U-50488H, a selective κ-opioid receptor agonist, improves carbon monoxide-induced delayed amnesia in mice

Abstract

The effects of trans-(±)-3,4-dichloro- N-methyl- N-(2-[1-pyrrolidinyl] cyclohexyl) benzeneacetamide methanesulfonate salt (U-50488H) on carbon monoxide (CO)-induced amnesia in mice were investigated using spontaneous alternation and step-down type passive avoidance tasks. The lower percentage alternation and shorter median step-down latency in the retention test of the CO-exposed group indicated that memory deficiency occurred in mice when behavioral testing commenced 5–7 days after CO exposure.
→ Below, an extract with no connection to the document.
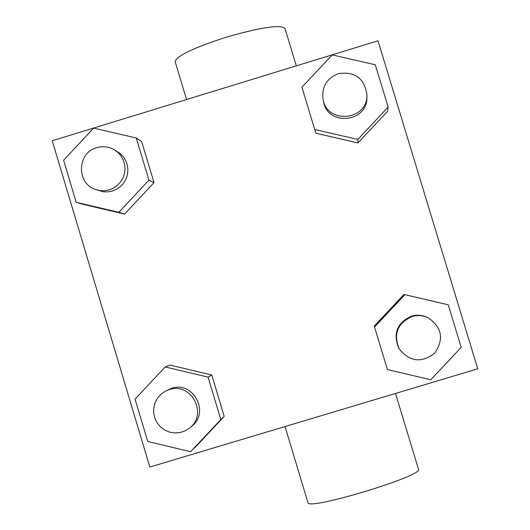 <?xml version="1.0" encoding="UTF-8"?>
<svg xmlns="http://www.w3.org/2000/svg" width="530" height="530" viewBox="0 0 530 530"><rect width="100%" height="100%" fill="white"/><g stroke="black" fill="none" stroke-linecap="round" stroke-linejoin="round"><path stroke-width="0.79" d="M296.31 65.859L284.968 28.428C280.165 24.347 260.422 27.328 225.74 37.358C193.722 47.753 176.834 55.796 175.099 61.507L175.178 61.765M307.897 502.5L307.956 502.685C307.844 510.821 424.212 475.615 418.475 469.255L395.512 393.452M149.831 467.049L52.245 140.742L378.003 40.797L477.755 368.814L149.831 467.049M374.273 326.063L403.94 294.488L374.273 326.063L374.531 327.017L404.92 294.673L448.267 304.823L461.206 347.395L430.738 379.772L387.41 369.542L374.531 327.017M136.276 137.992L141.643 141.51L153.998 182.638L124.629 214.06L82.978 204.322L124.629 214.06L118.846 212.298L76.194 202.327L63.607 160.252L93.611 128.101L136.276 137.992L148.923 180.114L118.846 212.298M165.194 366.952L169.891 365.057L211.761 374.988L224.197 416.388L190.601 451.719L147.731 441.47L135.057 399.11L165.194 366.952L208.078 377.128L220.811 419.535L190.601 451.719M388.152 107.053L387.562 111.326L357.955 142.928L315.873 133.215L357.955 142.928L357.823 139.423L314.714 129.486L301.921 87.251L332.177 54.908L375.293 64.773L388.152 107.053L357.823 139.423M323.088 99.56L323.585 101.84C327.732 126.524 367.608 122.509 366.912 97.447L366.952 95.115C364.633 78.387 355.093 71.232 338.339 73.643C326.593 78.394 321.505 87.033 323.088 99.56C327.288 124.55 367.661 120.489 366.952 95.115M314.714 129.486L315.873 133.215M387.562 111.326L357.955 142.928M428.114 317.755L427.326 317.377C422.178 314.999 416.878 314.588 411.439 316.145C397.05 322.757 392.816 333.41 398.732 348.104L399.169 348.859C409.723 361.917 421.615 363.295 434.845 352.993C444.173 339.061 441.934 327.315 428.114 317.755C422.9 315.35 417.541 314.933 412.029 316.509C397.467 323.201 393.18 333.986 399.169 348.859M404.92 294.673L403.94 294.488M95.539 189.488L103.264 191.767L107.882 191.886L112.426 191.025L116.686 189.217L120.476 186.547L123.616 183.128L125.968 179.127L127.425 174.721L127.922 170.103L127.432 165.493L125.981 161.094L123.629 157.105L120.495 153.713L113.685 149.407C108.279 146.552 102.634 145.969 96.751 147.665C77.062 152.68 76.168 183.479 95.539 189.488L100.077 190.601L104.748 190.727L109.346 189.853L113.665 188.024L117.494 185.321L120.674 181.863L123.059 177.808L124.53 173.343L125.034 168.672L124.537 164.002L123.066 159.55L120.694 155.515L117.514 152.083L113.685 149.407M76.194 202.327L82.978 204.322M141.643 141.51L153.998 182.638L124.629 214.06M148.923 180.114L153.998 182.638M189.508 428.074L191.615 426.358C210.205 412.711 193.304 380.639 171.607 388.344L165.347 391.186L161.027 394.168L157.536 398.09L155.058 402.734L153.753 407.835L153.68 413.108L154.846 418.243L157.191 422.966L160.577 427.001L164.81 430.121L169.66 432.149L174.847 432.97L180.081 432.533L185.056 430.87L189.508 428.074C208.323 414.255 191.211 381.792 169.249 389.59L165.347 391.186M169.891 365.057L211.761 374.988L224.197 416.388L194.702 447.817M208.078 377.128L211.761 374.988M220.811 419.535L224.197 416.388M186.553 99.534L175.099 61.507M285.027 426.551L307.956 502.685"/></g></svg>

Administration of U-50488H (0.21 and 0.64 μmol/kg s.c.) 25 min before spontaneous alternation performance or the first training session of the passive avoidance task improved the CO-induced impairment of alternation performance and passive avoidance tasks. To determine whether the effect of U-50488H was mediated via κ-opioid receptors, we attempted to block its action using a selective κ-opioid receptor antagonist (nor-binaltorphimine). Nor-binaltorphimine (5.44 nmol/mouse i.c.v.) blocked the effect of U-50488H on CO-induced delayed amnesia. Furthermore, a low dose of scopolamine (0.41 μmol/kg s.c.) also blocked the ameliorating effect of U-50488H. U-50488H (0.21–2.15 μmol/kg s.c.) did not facilitate the acquisition of memory in normal mice. These results suggest that U-50488H modulates the κ-opioid receptor-mediated opioid neuronal system and activates the cholinergic neuronal system, and that it ameliorates the disruptive effect of CO on acquisition and/or consolidation of memory.